When the little boat dug its keel through the mud, Lachlan saw a familiar figure rise from within. Cairenn’s father stepped on the gunwale and leapt to the shore. He paused to speak to a man who followed him out of the coracle, a man wearing a tartan with the O’Neill colors.

Uneasiness gripped him and he ducked out of sight. The O’Neills were cousins to his people, but Lachlan didn’t recognize this man. Even if he could identify him, he wouldn’t know whether he could trust him. Even with his father’s help, Lachlan had never been able to pinpoint the enemies within his own clan, so who was to say that this O’Neill wasn’t a friend of the assassins whose knife had found its way into his back?

Lachlan pressed behind the building as he heard striding steps approaching. When Conor’s dark figure swept by, Lachlan made sure the doctor was alone and then stepped into the path behind him. The doctor whirled and his hand went to the knife-hilt of his belt.
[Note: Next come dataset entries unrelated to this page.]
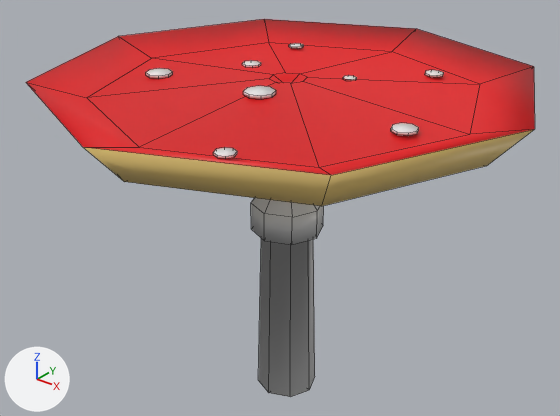
Two versions of the FBX model Assets/Blender/Enviroment/Forest/Plants/Mushroom3.fbx, one commit apart.
Rendered twice from a 50 mm lens placed at (0.892, -1.14, 1.11), pointed at (-0.031, 0.014, 0.395). Every picture has the same lights, and +X, +Y and +Z are marked at lower left. Mesh edges are drawn as thin lines. Where no turn or scale is listed for an object, it has been applied to the vertices.
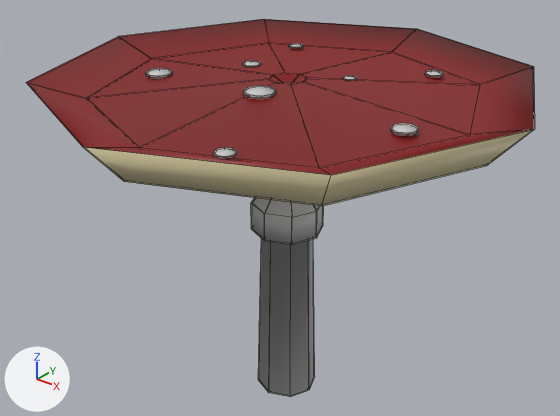
The newer file is also rescaled (x16.34), turned or shifted as a whole; pictures and numbers use the older file's frame.

Edits to the scene script, one JSON object a line:
```json
{"op": "add", "block": "img_mushrooms_png", "code": ["img_mushrooms_png = load_image('Mushrooms.png', '../../../Blender Textures/Mushrooms.png', 512, 512, 'sRGB')"]}
{"op": "add", "block": "mat_mushroomstexture", "code": ["mat_mushroomstexture = principled_material('MushroomsTexture')", "mat_mushroomstexture.texture = img_mushrooms_png"]}
{"block": "me_plane_001", "where": "# used by ob_plane_001; location = (0.0, 0.0, -0.029)"}
{"op": "remove", "block": "me_plane_001", "code": "me_plane_001.from_pydata(...)  # 226 vertices, 160 faces; spans x -0.488..0.488, y -0.488..0.488, z 0.0..0.722"}
{"op": "add", "block": "me_plane_001", "code": "me_plane_001.from_pydata(...)  # 452 vertices, 320 faces; spans x -0.488..0.488, y -0.488..0.488, z 0.0..0.722"}
{"block": "me_plane_001", "change": "me_plane_001 part 1: 44 faces spanning x -0.076..0.076, y -0.076..0.076, z 0.0..0.604 switch from mat_material (light grey #d3d3d3) to mat_mushroomstexture (picture img_mushrooms_png)"}
{"block": "me_plane_001", "change": "me_plane_001 part 2: 20 faces spanning x -0.488..0.488, y -0.488..0.488, z 0.689..0.722 switch from mat_red (red #e7000a) to mat_mushroomstexture (picture img_mushrooms_png)"}
{"block": "me_plane_001", "change": "me_plane_001 part 3: 16 faces spanning x -0.488..0.488, y -0.488..0.488, z 0.604..0.722 switch from mat_lighterskin (yellow #e7c776) to mat_mushroomstexture (picture img_mushrooms_png)"}
{"block": "me_plane_001", "change": "me_plane_001 part 4: 80 faces spanning x -0.276..0.323, y -0.372..0.264, z 0.697..0.716 switch from mat_white (white #e7e7e7) to mat_mushroomstexture (picture img_mushrooms_png)"}
```

Changed parts and their boxes [x1, y1, x2, y2] in the pictures (560 x 416 px):
```json
{"part": 1, "of": "me_plane_001", "change": "recoloured", "before": [251, 198, 324, 397], "after": [251, 198, 324, 397]}
{"part": 2, "of": "me_plane_001", "change": "recoloured", "before": [26, 19, 535, 175], "after": [26, 19, 535, 175]}
{"part": 3, "of": "me_plane_001", "change": "recoloured", "before": [83, 129, 534, 206], "after": [83, 129, 534, 206]}
{"part": 4, "of": "me_plane_001", "change": "recoloured", "before": [146, 43, 444, 159], "after": [146, 43, 444, 159], "on screen": "white to grey"}
```

Lachlan raised a brow. “Expecting trouble on your own island?”

“Old habits die hard.” The doctor released his grip and looked him over. “The shoulder heals?”

“Well enough to heft a knife.” Lachlan tilted his head toward the shore. “What business do you have with an O’Neill?”

“Your business, Lachlan of Loch Fyfe.”

Had Lachlan been stronger, more wary, maybe he could have hidden his surprise. But Lachlan saw from the doctor’s face that his own reaction had swept away the last of the man’s doubts.

Lachlan said, “You’ve been busy in Galway.”

“The Derry men are talkative in their cups.” The doctor stepped up to him, lowering his voice. “Much has happened in Scotland since you left.”

The doctor placed a heavy hand on Lachlan’s good shoulder.

“Lachlan,” he said. “Your father is dead.”





CHAPTER NINE


Cairenn knew the feelings that passed through a mind when bad news was delivered—the denial, the shock, the anger—but she could not read Lachlan’s thoughts as her father delivered the tidings of Lachlan’s father’s death. All she could do was watch that beautiful face from where she stood on a ridge of the hillside path. From this distance, she saw him shake his head once, twice. She saw his brows lower as if he didn’t understand the words. Then his face went as still as stone.